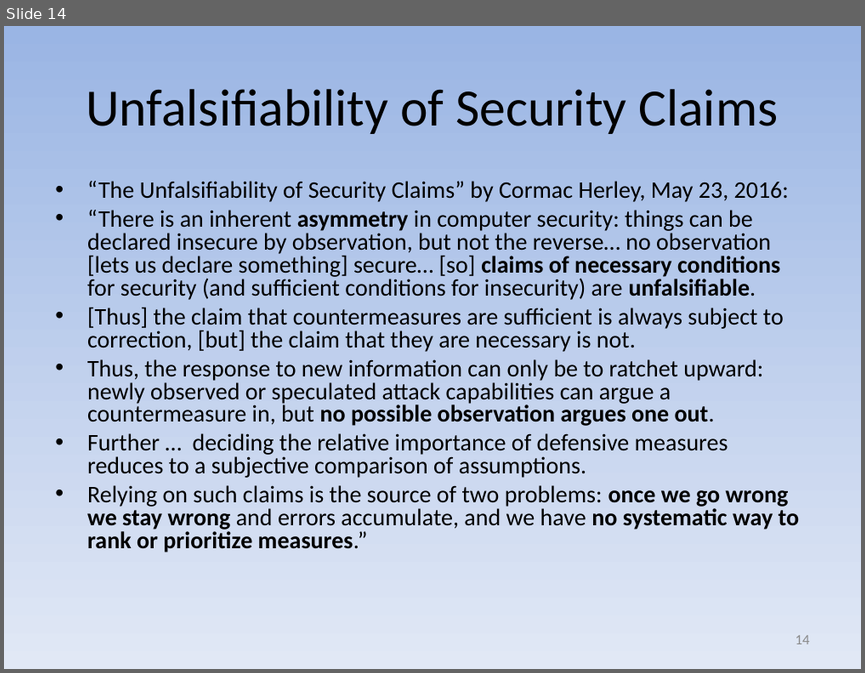
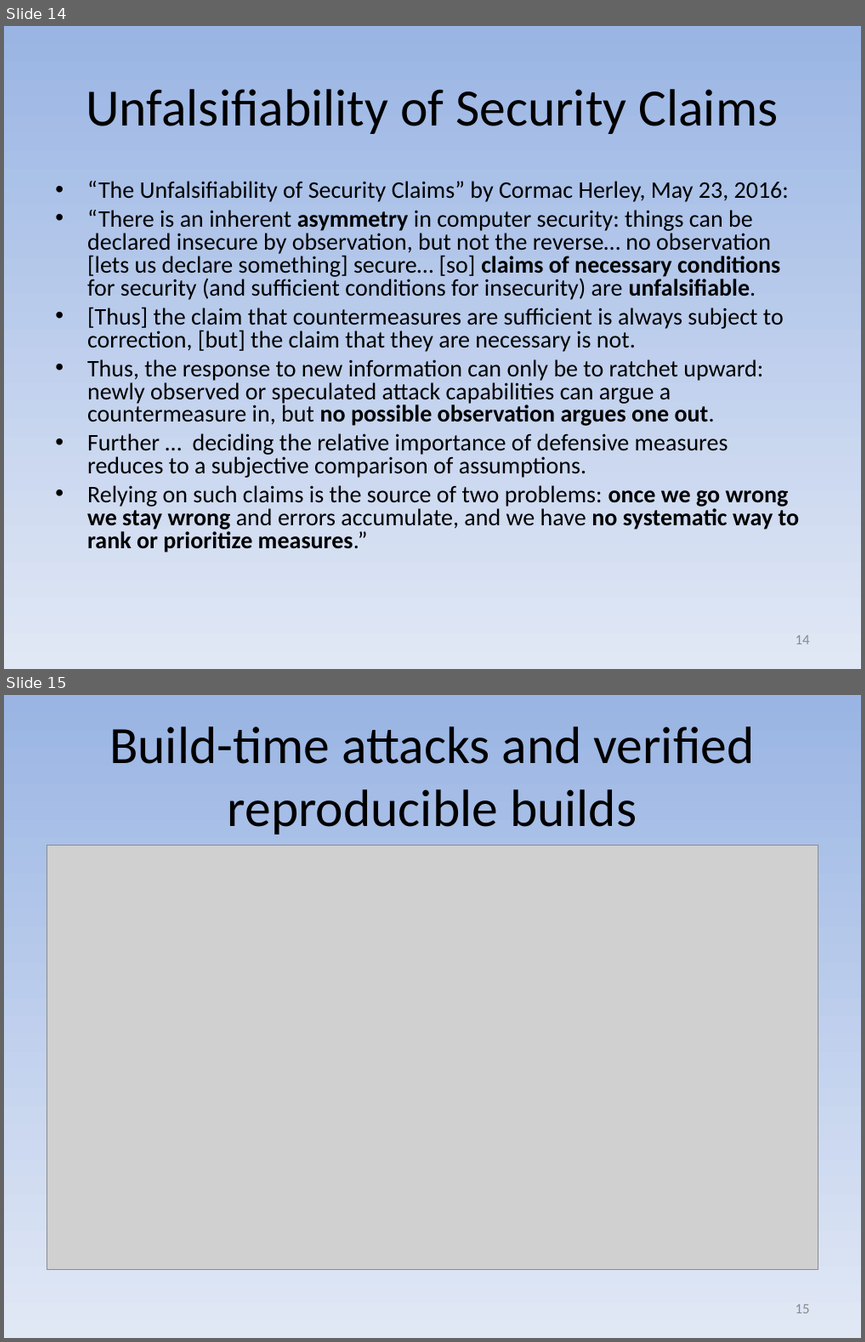
Before and after one commit to david-a-wheeler/david-a-wheeler.github.io, a slide deck: secure-class/presentations/Secure-Software-10-Misc.ppt. Shown one above the other, each under a label of ours: slide 14 before the commit, slides 14 and 15 after it. The pictures are 865x673 and 865x1342 pixels, drawn with LibreOffice and Linux fonts; fonts in the diff are those of the drawing; grey boxes stand for pictures. Boxes give left, top, right and bottom in pixels: in the first picture for what was removed or moved away, otherwise in the second. Text is boxed around its words. In the diff, an @@ line names an element or a change of style, - is before the commit and + after.

Commit message:
Add reproducible builds to section 10

```diff
--- a/secure-class/presentations/Secure-Software-10-Misc.ppt
+++ b/secure-class/presentations/Secure-Software-10-Misc.ppt
@@ slide 15 added at (4,695,861,1338), background gradient #9AB5E4 to #E1E8F5 @@
@@ title added at (109,726,755,834), 44 pt, text #000000 @@
+Build-time attacks and verified reproducible builds
@@ picture added at (46,845,818,1269) @@
@@ page number added at (795,1304,810,1313), 12 pt, text #898989 @@
+15
```
Also in this commit, not shown: 2 slides changed, 2 other slides added.

──────────────────────────────

The material above should be repeated word for word, with every picture omitted.

Before and after one commit to david-a-wheeler/david-a-wheeler.github.io, a slide deck: secure-class/presentations/Secure-Software-10-Misc.ppt. Shown one above the other, each under a label of ours: slide 14 before the commit, slides 14 and 15 after it. The pictures are 865x673 and 865x1342 pixels, drawn with LibreOffice and Linux fonts; fonts in the diff are those of the drawing; grey boxes stand for pictures. Boxes give left, top, right and bottom in pixels: in the first picture for what was removed or moved away, otherwise in the second. Text is boxed around its words. In the diff, an @@ line names an element or a change of style, - is before the commit and + after.

Commit message:
Add reproducible builds to section 10

```diff
--- a/secure-class/presentations/Secure-Software-10-Misc.ppt
+++ b/secure-class/presentations/Secure-Software-10-Misc.ppt
@@ slide 15 added at (4,695,861,1338), background gradient #9AB5E4 to #E1E8F5 @@
@@ title added at (109,726,755,834), 44 pt, text #000000 @@
+Build-time attacks and verified reproducible builds
@@ picture added at (46,845,818,1269) @@
@@ page number added at (795,1304,810,1313), 12 pt, text #898989 @@
+15
```
Also in this commit, not shown: 2 slides changed, 2 other slides added.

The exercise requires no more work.